Facilitator: Howie Tam, CETLI Graduate Fellow, English
Convener: Professor Karen Redrobe, History of Art

The classroom can be a semipublic space that cultivates productive defamiliarization and exposure, but it can also trigger traumas and biases in students. This workshop confronts complicated questions about what makes a subject “difficult”—if so, for whom?—and different approaches toward an inclusive learning environment that demands rather than avoids rigorous thinking on highly charged issues. Topics include: the sometimes tension between academic freedom and freedom of speech, the appropriate use of trigger warnings, the limits of neutrality in instruction and course content, and how to establish a basis of respect through deep disagreements.
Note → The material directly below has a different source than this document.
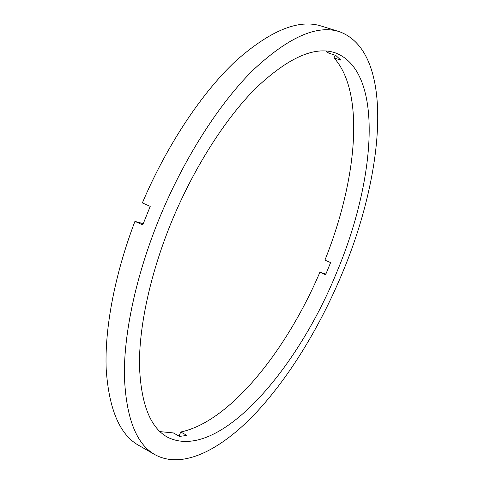 <?xml version="1.0" encoding="UTF-8"?>
<svg xmlns="http://www.w3.org/2000/svg" width="484" height="484" viewBox="0 0 484 484"><rect width="100%" height="100%" fill="white"/><g stroke="black" fill="none" stroke-linecap="round" stroke-linejoin="round"><path stroke-width="0.73" d="M325.877 273.992L319.888 272.268L325.563 274.731L328.122 268.668L330.596 262.57L324.909 260.144C356.266 182.184 365.94 93.376 334.033 57.923L340.875 60.149L335.739 55.394L328.805 53.155L325.726 51.002M170.489 224.419C192.783 169.412 225.139 118.695 256.121 87.894C288.18 57.705 314.449 45.98 334.94 52.72C385.076 71.057 375.378 181.191 336.701 272.359C297.46 369.492 218.26 462.595 167.518 437.197C150.185 427.674 140.832 403.668 139.459 365.172C139.083 326.827 149.986 275.233 170.489 224.419M341.982 273.883C319.537 327.577 288.597 378.421 254.33 414.57C220.238 450.053 182.504 469.559 155.116 454.766C136.258 444.258 126.015 417.922 124.376 375.765C123.862 333.718 135.738 276.927 158.304 220.904C182.867 160.168 218.635 104.223 252.763 70.404C288.047 37.341 316.911 24.43 339.357 31.672C395.864 52.339 384.096 174.645 341.982 273.883M155.116 454.766L138.708 445.371C119.826 434.832 108.997 409.506 106.208 369.395C104.502 329.362 114.387 275.457 134.921 221.388L142.75 224.915L150.228 206.359L142.363 202.911C167.113 144.722 202.197 92.42 235.672 61.069C270.229 30.468 298.773 18.797 321.297 26.057L339.357 31.672M143.228 223.668L134.921 221.388M319.888 272.268C286.843 349.769 230.384 421.667 180.738 431.994L186.933 435.418L179.594 436.399L173.326 432.92L159.986 431.619M180.738 431.994L179.056 436.102M335.146 55.2L334.033 57.923"/></g></svg>

Professor Karen Redrobe of Cinema and Modern Media, Chair of History of Art, and affiliated faculty of English and German, will guide our discussion with practical advice and examples. Lunch will be served. Please contact Howie Tam at haot@sas.upenn.edu if you have any questions.

All graduate students are welcome. This event grows out of concerns in the English department and so may be most useful to students in related fields.

Counts toward the CETLI Teaching Certificate.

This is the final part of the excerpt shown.